Tuesday, July 12, 2016

Looking/seeing

A white friend put something on Facebook about how he hasn't watched any of the videos documenting the horrible events of the last week in the US. I couldn't agree less with his reasoning, but it made me want to try to articulate, as disjointed and clumsy as the attempt feels, some issues underlying the decision to watch them or not.

As a white person, it's one thing to look at the deaths of unarmed black men (is it just me or is this a phrase we've used so frequently it's lost meaning? To break it down: These are nonthreatening people who were killed and who have black skin), or of police officers who were acting harmlessly, out of a duty to observe and know. It's another thing to look at these deaths out of general engagement with the grotesque and all the voyeurism that goes along with it. But placing video evidence behind a veil risks allowing us to justify turning away entirely. It's like the flaw in the distinction between public and private spheres that explains the refusal to intervene in thousands of domestic violence situations.

My goal in thinking about this was to develop a bright-line rule for myself. "Yes, you should always see what law enforcement is doing in the name of 'protection,'" or "No, every YouTube click is a further invasion of a dying person's last moments." But it's not going that way.

Maybe the value, if any, from this invasion - and by the way, let's acknowledge for a minute that it is WEIRD AF that this genre is now a thing. Did people ever see this coming in the '90s? Was I just not paying attention? - comes from a lot of different issues. When and where did this happen? Are you close enough to it, or do you have enough power, that you could impact whether it happens again? Maybe most important - did someone do this in your name?

I'm thinking too of ISIS/al-Qaeda beheading videos, which feed this same internal debate. I've never watched one. I never will, since I don't see any larger value in doing so. The spectacular nature of a beheading - its sheer and intentional gruesomeness - is basically extremist clickbait. It screams for your eyeballs, and providing your eyeballs provides gratification to the organization.

If I'm still insisting on a bright-line rule, maybe this version would work: If the people whose acts are depicted want you to see them, refuse to look. If they don't, you should.

I want to disengage, and sign off of all social media, and stick my head in the sand and pay no attention to the bad people. And I could! I could totally rely on my white privilege to do so. Any awareness I have of what's going on is completely self-inflicted and avoidable. I work from home so I don't have co-workers tarnishing my day with information that ranges from unsavory to horrifying. I can ignore news websites and I can leave my radio off. And no one's clamping my eyelids open while reel after reel of police violence plays over Beethoven's Fifth in front of me.

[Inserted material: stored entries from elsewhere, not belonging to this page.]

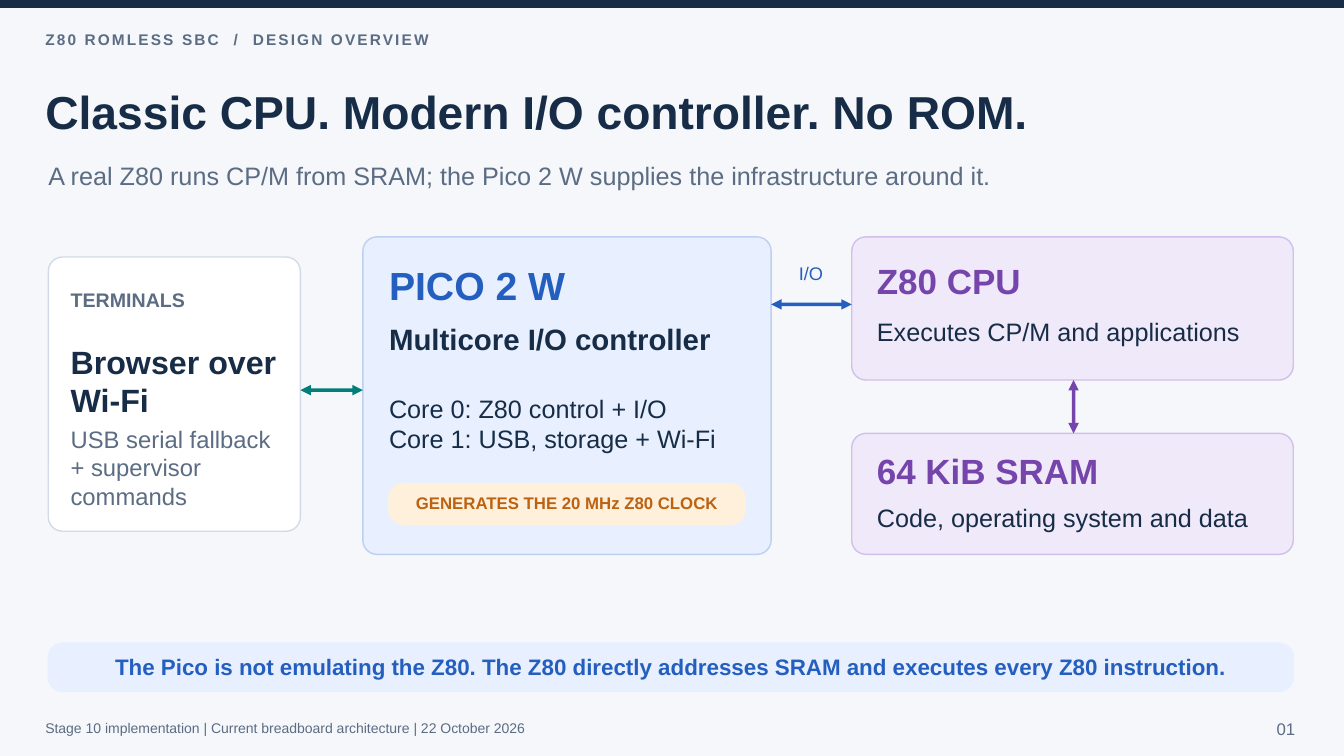
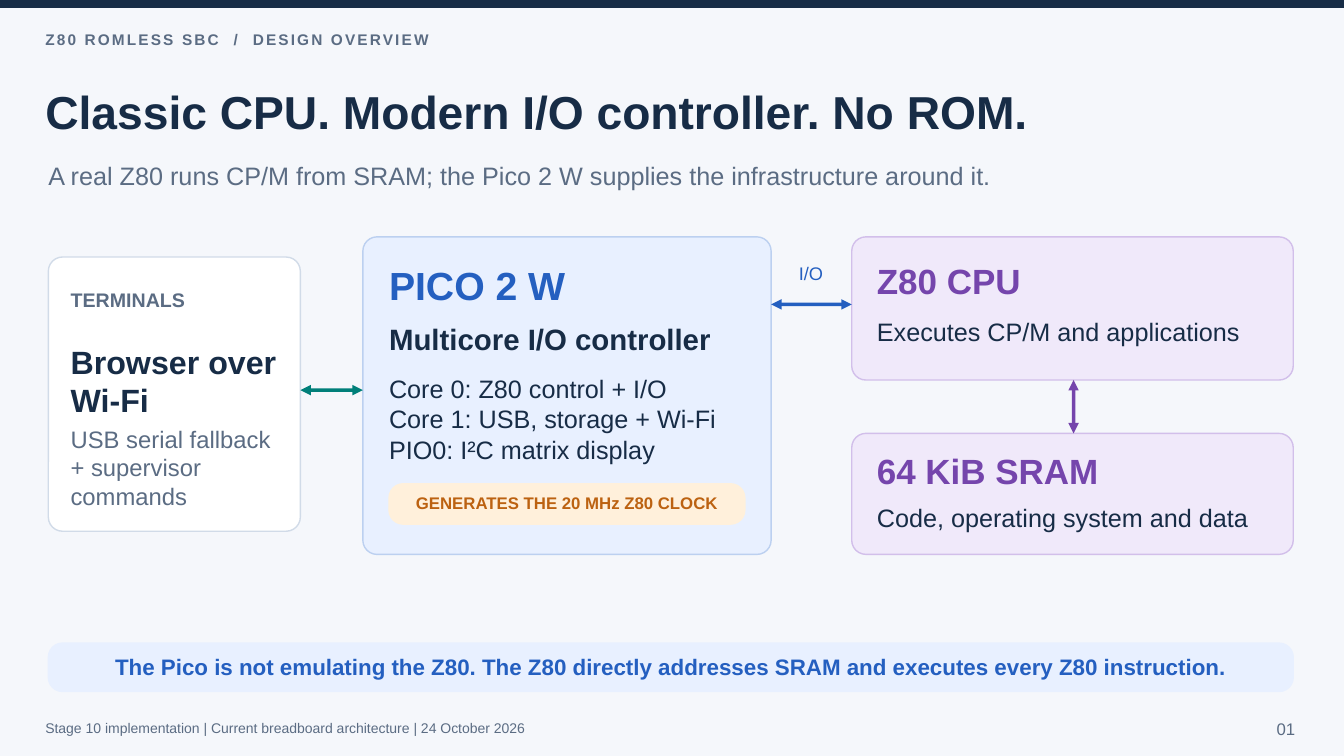
Before and after one commit to gloveboxes/Z80ROMlessSBC, a slide deck: slide 1 of docs/Z80-ROMless-SBC-Design-Overview.pptx. Drawn at 1344x756 pixels with LibreOffice and Linux fonts; fonts in the diff are those of the drawing. Boxes give left, top, right and bottom in pixels: in the first picture for what was removed or moved away, otherwise in the second. Text is boxed around its words. In the diff, an @@ line names an element or a change of style, - is before the commit and + after.

```diff
--- a/docs/Z80-ROMless-SBC-Design-Overview.pptx
+++ b/docs/Z80-ROMless-SBC-Design-Overview.pptx
@@ text "Core 0: Z80 control + ...": place and size @@
-text "Core 0: Z80 control + ..." at (389,399,716,454)
+text "Core 0: Z80 control + ..." at (389,379,716,464)
@@ text at (389,440,654,464): paragraph added @@
+PIO0: I²C matrix display
@@ text at (45,723,525,736): text changed @@
-Stage 10 implementation | Current breadboard architecture | 22 October 2026
+Stage 10 implementation | Current breadboard architecture | 24 October 2026
```
Also in this commit, not shown: 8 other slides changed, 3 other files.
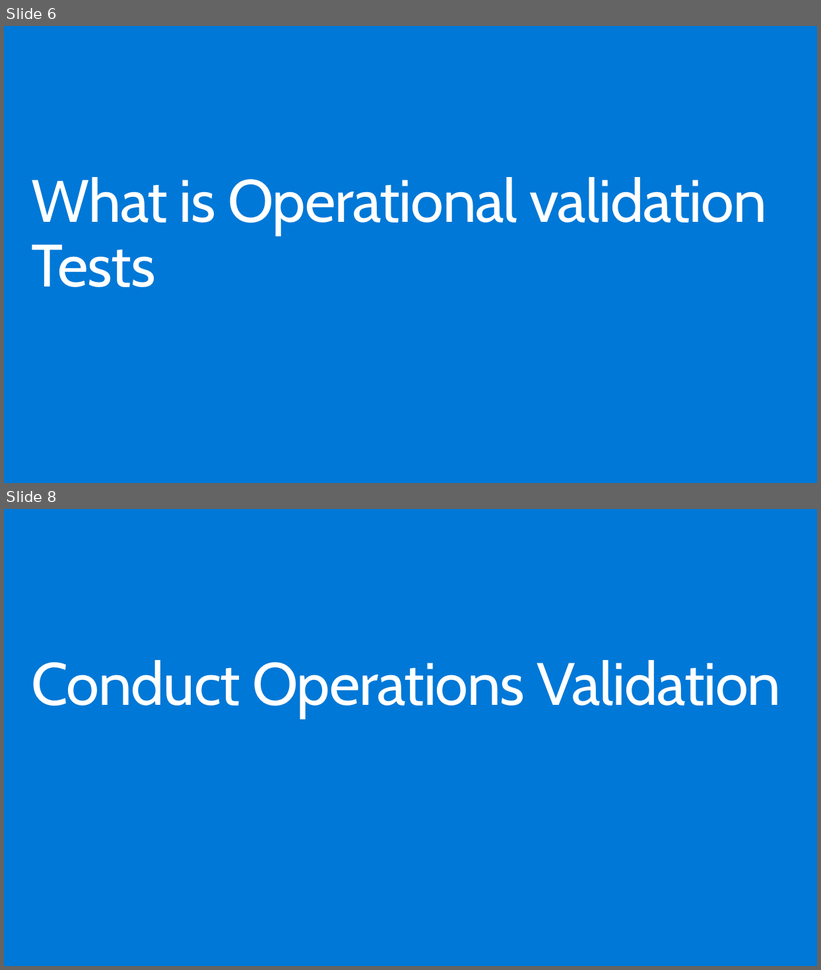
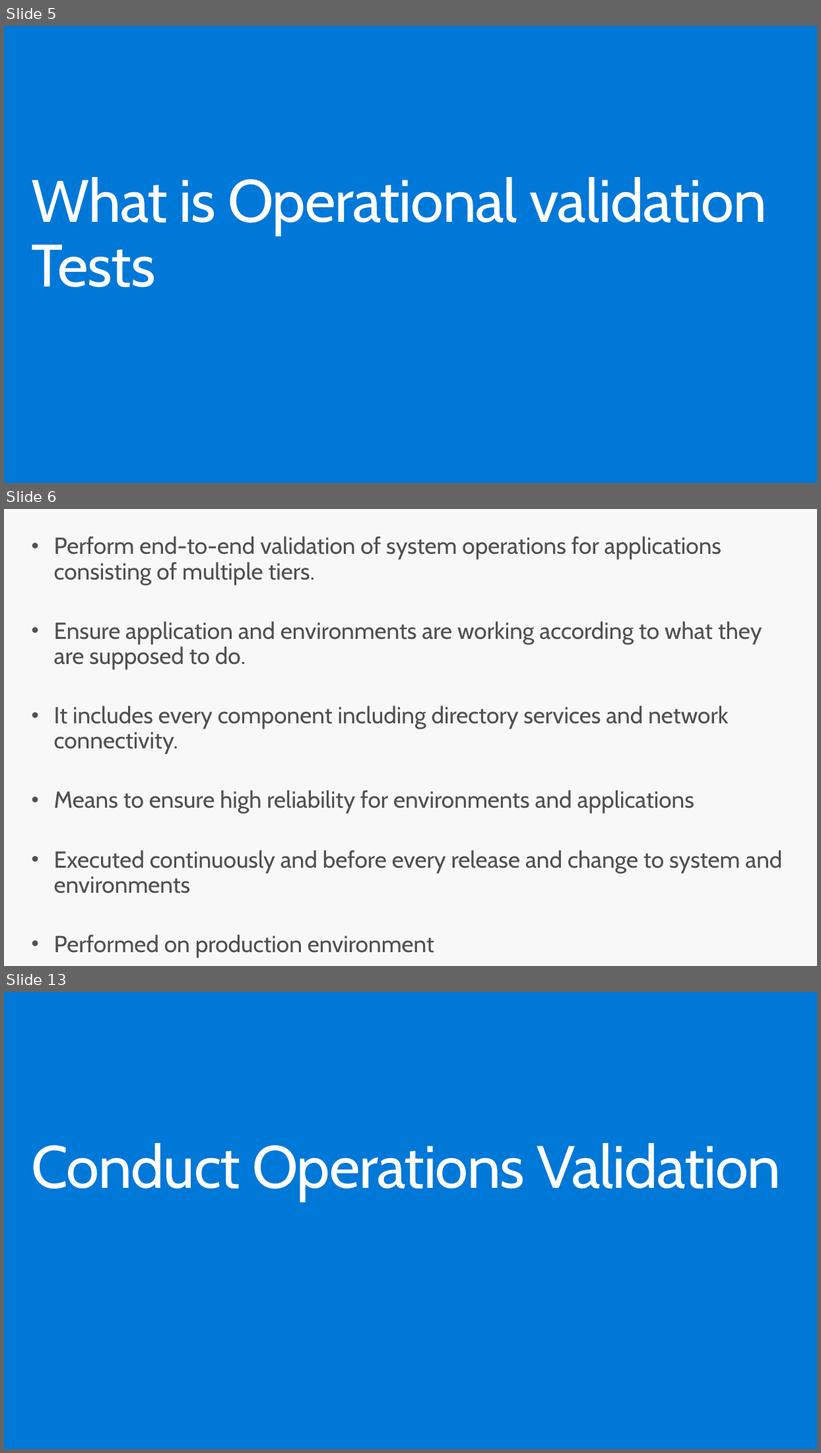
Before and after one commit to riteshmodi123/Presentations, a slide deck: OpsValidation.pptx. Shown one above the other, each under a label of ours: slides 6 and 8 before the commit, slides 5, 6 and 13 after it; the slides between them are not shown. The pictures are 821x970 and 821x1453 pixels, drawn with LibreOffice and Linux fonts; fonts in the diff are those of the drawing. Boxes give left, top, right and bottom in pixels: in the first picture for what was removed or moved away, otherwise in the second. Text is boxed around its words. In the diff, an @@ line names an element or a change of style, - is before the commit and + after.

```diff
--- a/OpsValidation.pptx
+++ b/OpsValidation.pptx
@@ slide 6 added at bbox=[4, 509, 817, 966], background #F8F8F8 @@
@@ text added at bbox=[54, 536, 782, 958], 28 pt, text #505050 @@
+• Perform end-to-end validation of system operations for applications consisting of multiple tiers.
+• Ensure application and environments are working according to what they are supposed to do.
+• It includes every component including directory services and network connectivity.
+• Means to ensure high reliability for environments and applications
+• Executed continuously and before every release and change to system and environments
+• Performed on production environment
@@ what was slide 6 is now slide 5 @@
@@ what was slide 8 is now slide 13 @@
```
Also in this commit, not shown: 1 slide changed, 7 other slides added, 2 slides removed.
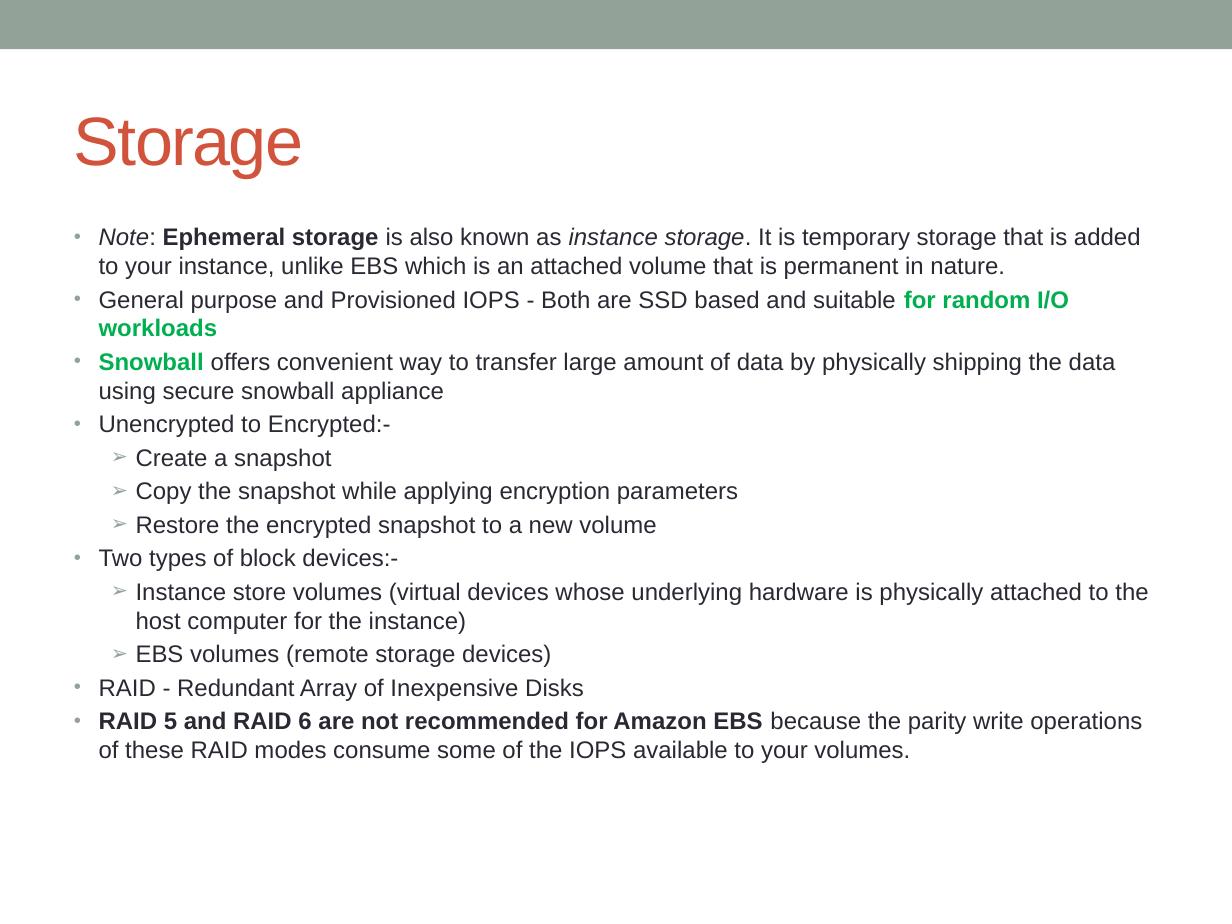
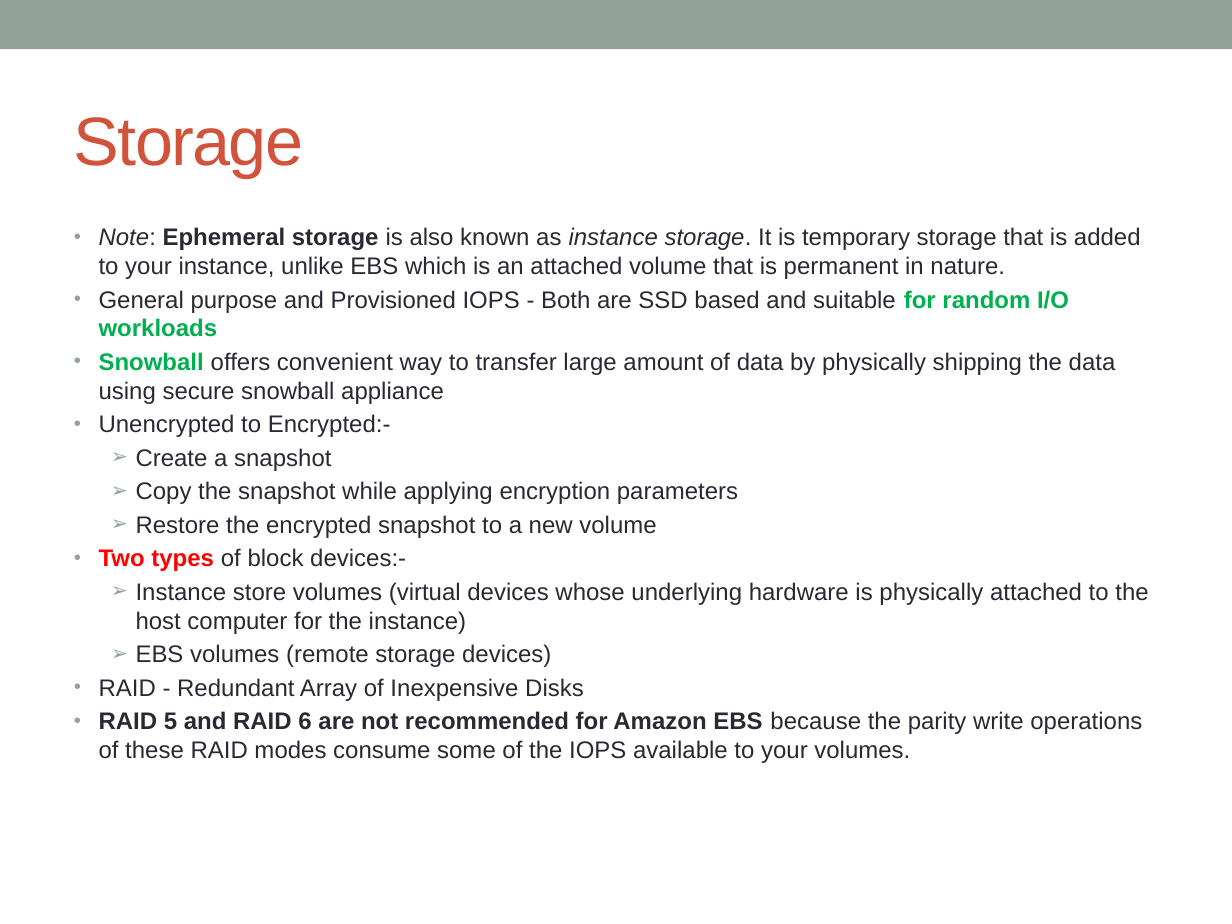
Before and after one commit to notionquest/ProjectDocumentation, a slide deck: slide 35 of AWS_Solution_Architect.pptx. Drawn at 1232x924 pixels with LibreOffice and Linux fonts; fonts in the diff are those of the drawing. Boxes give left, top, right and bottom in pixels: in the first picture for what was removed or moved away, otherwise in the second. Text is boxed around its words. In the diff, an @@ line names an element or a change of style, - is before the commit and + after.

```diff
--- a/AWS_Solution_Architect.pptx
+++ b/AWS_Solution_Architect.pptx
@@ text at box(99, 548, 406, 571): text colour #292934 to #FF0000, bold on in "Two types" @@
```
Also in this commit, not shown: 1 other slide changed, 1 slide added.

Vigil of Prayer & Peace, Brooklyn, 7/11/16
I want to disengage, and I don't know what to do, and this is just a self-indulgent blog post which is probably useful to exactly no one. But I heard a bunch of different people last night, including Brooklyn Borough President Eric Adams and Public Advocate Letitia James, as well as about five leaders of completely different faiths, talk over and over about the need to speak out and show unity - for the sake of those who need support and to show those who support divisiveness that they're outnumbered. So I'm hoping against hope that saying anything at all, however intellectualized and rambling, is better than saying nothing.

I guess my point, as a white person looking around, is that we're all involved. We don't have to like it or watch a video to make it true.